> [WHAT THE TASK REQUIRES] Write the data below out again, unchanged.

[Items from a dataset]
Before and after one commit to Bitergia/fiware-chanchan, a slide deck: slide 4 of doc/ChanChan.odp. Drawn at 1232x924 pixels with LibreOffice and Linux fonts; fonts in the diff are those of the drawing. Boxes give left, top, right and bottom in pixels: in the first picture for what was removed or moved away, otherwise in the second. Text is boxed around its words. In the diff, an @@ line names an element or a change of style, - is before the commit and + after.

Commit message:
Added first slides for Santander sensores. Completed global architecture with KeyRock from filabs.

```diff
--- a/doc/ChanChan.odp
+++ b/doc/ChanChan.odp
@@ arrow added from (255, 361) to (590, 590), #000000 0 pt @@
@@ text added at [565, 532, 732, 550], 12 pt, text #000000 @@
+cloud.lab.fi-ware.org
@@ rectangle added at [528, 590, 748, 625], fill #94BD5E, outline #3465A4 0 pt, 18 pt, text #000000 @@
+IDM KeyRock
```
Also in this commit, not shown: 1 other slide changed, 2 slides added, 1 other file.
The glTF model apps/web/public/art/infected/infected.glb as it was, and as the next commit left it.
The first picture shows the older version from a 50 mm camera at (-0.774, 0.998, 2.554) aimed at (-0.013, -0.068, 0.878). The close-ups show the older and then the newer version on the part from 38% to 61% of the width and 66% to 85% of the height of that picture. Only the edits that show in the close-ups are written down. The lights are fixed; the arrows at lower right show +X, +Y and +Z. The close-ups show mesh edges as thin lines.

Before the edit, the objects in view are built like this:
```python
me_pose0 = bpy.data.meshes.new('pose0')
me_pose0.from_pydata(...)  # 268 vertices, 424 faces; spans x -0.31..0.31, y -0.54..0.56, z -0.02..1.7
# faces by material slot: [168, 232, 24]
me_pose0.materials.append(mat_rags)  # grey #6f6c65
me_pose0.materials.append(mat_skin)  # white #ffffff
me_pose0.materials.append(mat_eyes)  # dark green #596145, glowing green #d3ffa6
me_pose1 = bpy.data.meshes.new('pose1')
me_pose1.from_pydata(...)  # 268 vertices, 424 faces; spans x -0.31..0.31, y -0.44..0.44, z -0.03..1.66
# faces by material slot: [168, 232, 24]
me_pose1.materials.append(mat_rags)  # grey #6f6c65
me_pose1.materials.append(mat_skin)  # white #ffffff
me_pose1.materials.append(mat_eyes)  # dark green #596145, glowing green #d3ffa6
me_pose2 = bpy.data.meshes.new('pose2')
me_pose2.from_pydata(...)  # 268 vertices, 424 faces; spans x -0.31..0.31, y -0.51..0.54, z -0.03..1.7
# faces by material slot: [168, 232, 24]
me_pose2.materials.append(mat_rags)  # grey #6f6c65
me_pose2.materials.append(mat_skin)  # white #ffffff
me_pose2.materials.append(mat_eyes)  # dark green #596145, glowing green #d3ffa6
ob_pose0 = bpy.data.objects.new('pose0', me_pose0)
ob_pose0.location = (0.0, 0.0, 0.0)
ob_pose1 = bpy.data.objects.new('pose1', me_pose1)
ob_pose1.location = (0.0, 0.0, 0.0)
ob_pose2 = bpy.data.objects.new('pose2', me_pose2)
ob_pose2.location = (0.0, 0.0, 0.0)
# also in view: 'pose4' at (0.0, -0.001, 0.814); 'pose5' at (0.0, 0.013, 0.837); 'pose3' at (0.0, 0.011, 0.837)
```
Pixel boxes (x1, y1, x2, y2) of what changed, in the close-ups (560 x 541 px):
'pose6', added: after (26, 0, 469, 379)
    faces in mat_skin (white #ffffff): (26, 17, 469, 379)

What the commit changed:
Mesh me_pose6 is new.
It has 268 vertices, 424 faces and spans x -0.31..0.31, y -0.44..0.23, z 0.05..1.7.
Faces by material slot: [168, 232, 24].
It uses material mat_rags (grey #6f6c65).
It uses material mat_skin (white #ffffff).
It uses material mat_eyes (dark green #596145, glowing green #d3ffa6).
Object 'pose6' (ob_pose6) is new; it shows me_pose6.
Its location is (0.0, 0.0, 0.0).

> [WRITTEN ANSWER]
Before and after one commit to Bitergia/fiware-chanchan, a slide deck: slide 4 of doc/ChanChan.odp. Drawn at 1232x924 pixels with LibreOffice and Linux fonts; fonts in the diff are those of the drawing. Boxes give left, top, right and bottom in pixels: in the first picture for what was removed or moved away, otherwise in the second. Text is boxed around its words. In the diff, an @@ line names an element or a change of style, - is before the commit and + after.

Commit message:
Added first slides for Santander sensores. Completed global architecture with KeyRock from filabs.

```diff
--- a/doc/ChanChan.odp
+++ b/doc/ChanChan.odp
@@ arrow added from (255, 361) to (590, 590), #000000 0 pt @@
@@ text added at [565, 532, 732, 550], 12 pt, text #000000 @@
+cloud.lab.fi-ware.org
@@ rectangle added at [528, 590, 748, 625], fill #94BD5E, outline #3465A4 0 pt, 18 pt, text #000000 @@
+IDM KeyRock
```
Also in this commit, not shown: 1 other slide changed, 2 slides added, 1 other file.
The glTF model apps/web/public/art/infected/infected.glb as it was, and as the next commit left it.
The first picture shows the older version from a 50 mm camera at (-0.774, 0.998, 2.554) aimed at (-0.013, -0.068, 0.878). The close-ups show the older and then the newer version on the part from 38% to 61% of the width and 66% to 85% of the height of that picture. Only the edits that show in the close-ups are written down. The lights are fixed; the arrows at lower right show +X, +Y and +Z. The close-ups show mesh edges as thin lines.

Before the edit, the objects in view are built like this:
```python
me_pose0 = bpy.data.meshes.new('pose0')
me_pose0.from_pydata(...)  # 268 vertices, 424 faces; spans x -0.31..0.31, y -0.54..0.56, z -0.02..1.7
# faces by material slot: [168, 232, 24]
me_pose0.materials.append(mat_rags)  # grey #6f6c65
me_pose0.materials.append(mat_skin)  # white #ffffff
me_pose0.materials.append(mat_eyes)  # dark green #596145, glowing green #d3ffa6
me_pose1 = bpy.data.meshes.new('pose1')
me_pose1.from_pydata(...)  # 268 vertices, 424 faces; spans x -0.31..0.31, y -0.44..0.44, z -0.03..1.66
# faces by material slot: [168, 232, 24]
me_pose1.materials.append(mat_rags)  # grey #6f6c65
me_pose1.materials.append(mat_skin)  # white #ffffff
me_pose1.materials.append(mat_eyes)  # dark green #596145, glowing green #d3ffa6
me_pose2 = bpy.data.meshes.new('pose2')
me_pose2.from_pydata(...)  # 268 vertices, 424 faces; spans x -0.31..0.31, y -0.51..0.54, z -0.03..1.7
# faces by material slot: [168, 232, 24]
me_pose2.materials.append(mat_rags)  # grey #6f6c65
me_pose2.materials.append(mat_skin)  # white #ffffff
me_pose2.materials.append(mat_eyes)  # dark green #596145, glowing green #d3ffa6
ob_pose0 = bpy.data.objects.new('pose0', me_pose0)
ob_pose0.location = (0.0, 0.0, 0.0)
ob_pose1 = bpy.data.objects.new('pose1', me_pose1)
ob_pose1.location = (0.0, 0.0, 0.0)
ob_pose2 = bpy.data.objects.new('pose2', me_pose2)
ob_pose2.location = (0.0, 0.0, 0.0)
# also in view: 'pose4' at (0.0, -0.001, 0.814); 'pose5' at (0.0, 0.013, 0.837); 'pose3' at (0.0, 0.011, 0.837)
```
Pixel boxes (x1, y1, x2, y2) of what changed, in the close-ups (560 x 541 px):
'pose6', added: after (26, 0, 469, 379)
    faces in mat_skin (white #ffffff): (26, 17, 469, 379)

What the commit changed:
Mesh me_pose6 is new.
It has 268 vertices, 424 faces and spans x -0.31..0.31, y -0.44..0.23, z 0.05..1.7.
Faces by material slot: [168, 232, 24].
It uses material mat_rags (grey #6f6c65).
It uses material mat_skin (white #ffffff).
It uses material mat_eyes (dark green #596145, glowing green #d3ffa6).
Object 'pose6' (ob_pose6) is new; it shows me_pose6.
Its location is (0.0, 0.0, 0.0).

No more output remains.